* _DIRECTIONS FOR THIS TASK_:
This exercise asks for the entries to be repeated exactly, without their images.

* _SOURCE MATERIAL_:
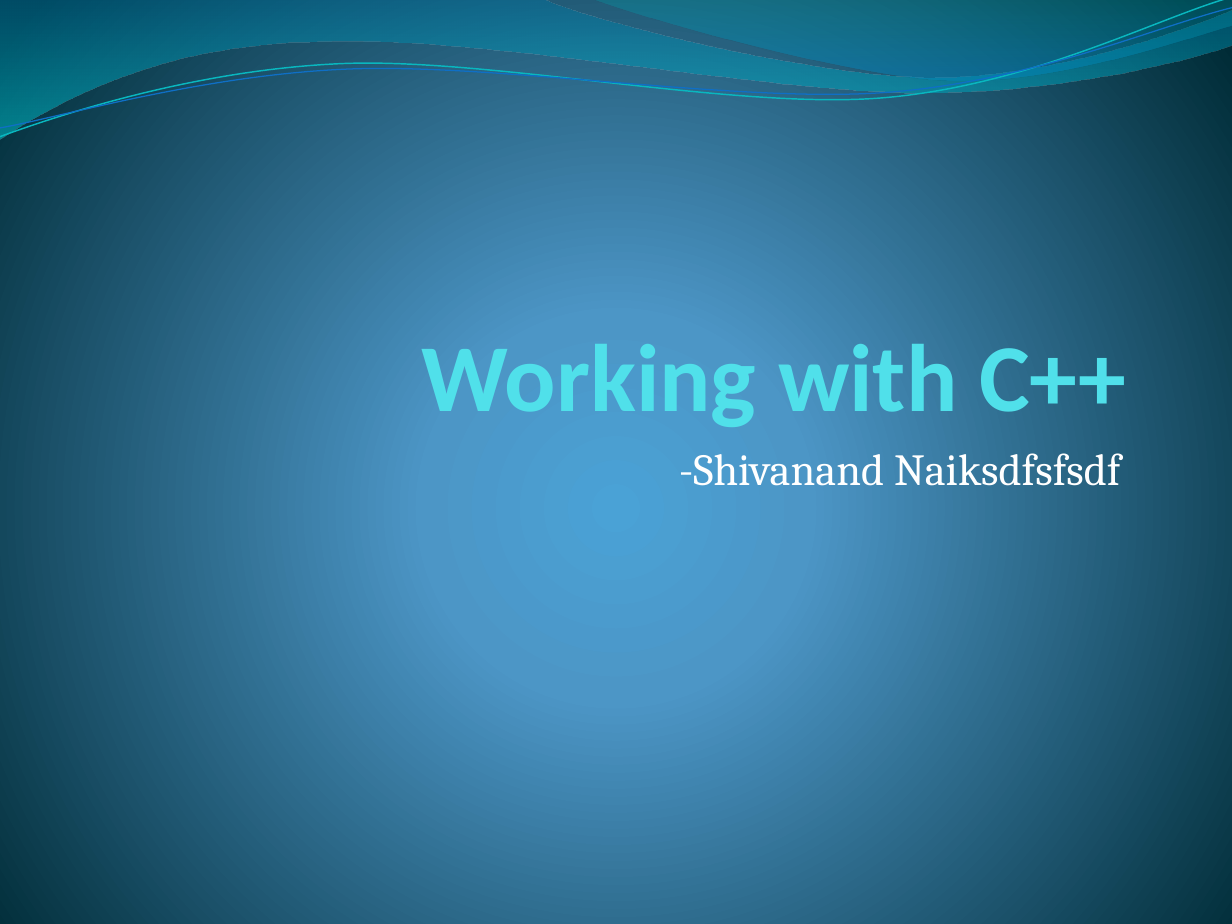
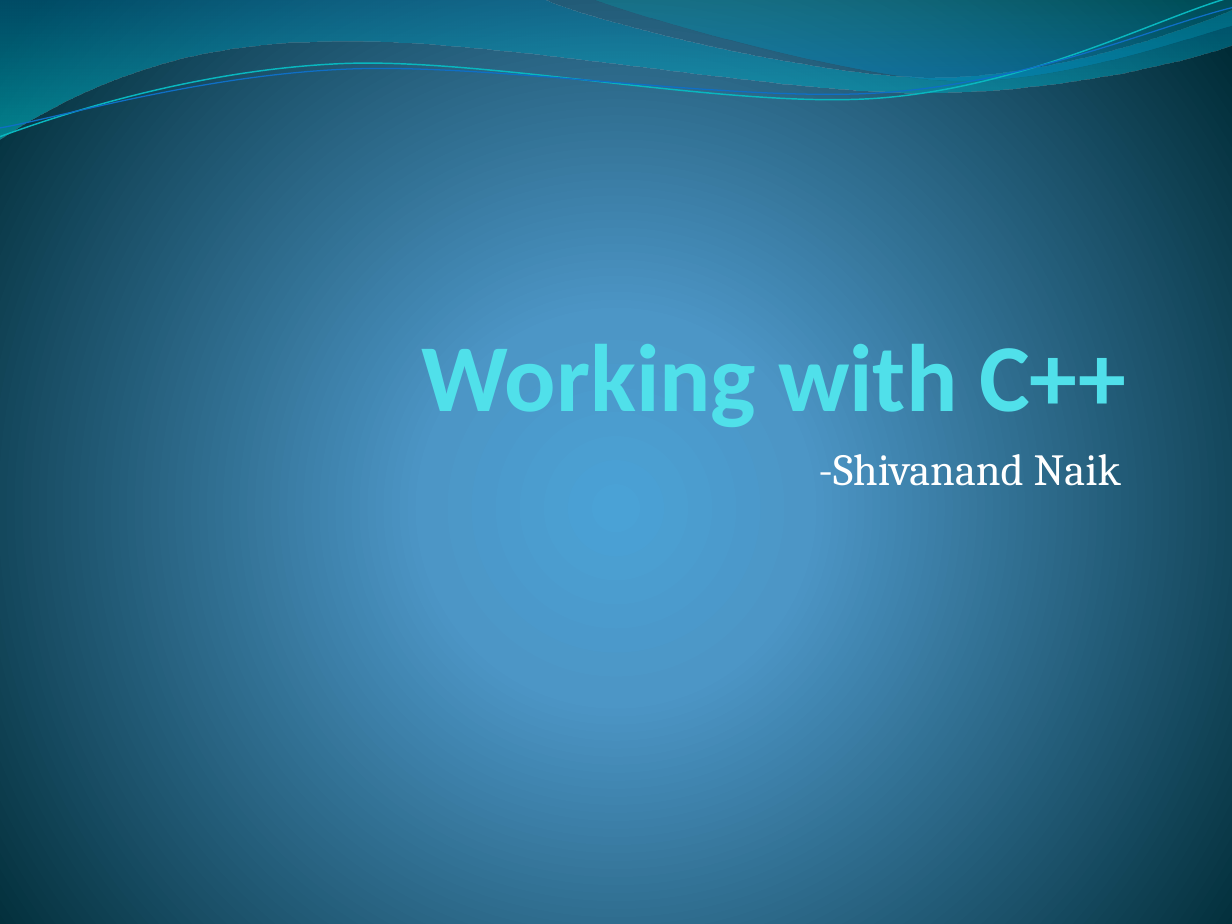
Before and after one commit to shivanandnaik/Presentations, a slide deck: slide 1 of c++.pptx. Drawn at 1232x924 pixels with LibreOffice and Linux fonts; fonts in the diff are those of the drawing. Boxes give left, top, right and bottom in pixels: in the first picture for what was removed or moved away, otherwise in the second. Text is boxed around its words. In the diff, an @@ line names an element or a change of style, - is before the commit and + after.

```diff
--- a/c++.pptx
+++ b/c++.pptx
@@ subtitle at [818, 454, 1121, 486]: text changed @@
--Shivanand Naiksdfsfsdf
+-Shivanand Naik
```
Also in this commit, not shown: 1 other slide changed, 24 slides added.

* _RESPONSE TO THIS EXERCISE_:
Before and after one commit to shivanandnaik/Presentations, a slide deck: slide 1 of c++.pptx. Drawn at 1232x924 pixels with LibreOffice and Linux fonts; fonts in the diff are those of the drawing. Boxes give left, top, right and bottom in pixels: in the first picture for what was removed or moved away, otherwise in the second. Text is boxed around its words. In the diff, an @@ line names an element or a change of style, - is before the commit and + after.

```diff
--- a/c++.pptx
+++ b/c++.pptx
@@ subtitle at [818, 454, 1121, 486]: text changed @@
--Shivanand Naiksdfsfsdf
+-Shivanand Naik
```
Also in this commit, not shown: 1 other slide changed, 24 slides added.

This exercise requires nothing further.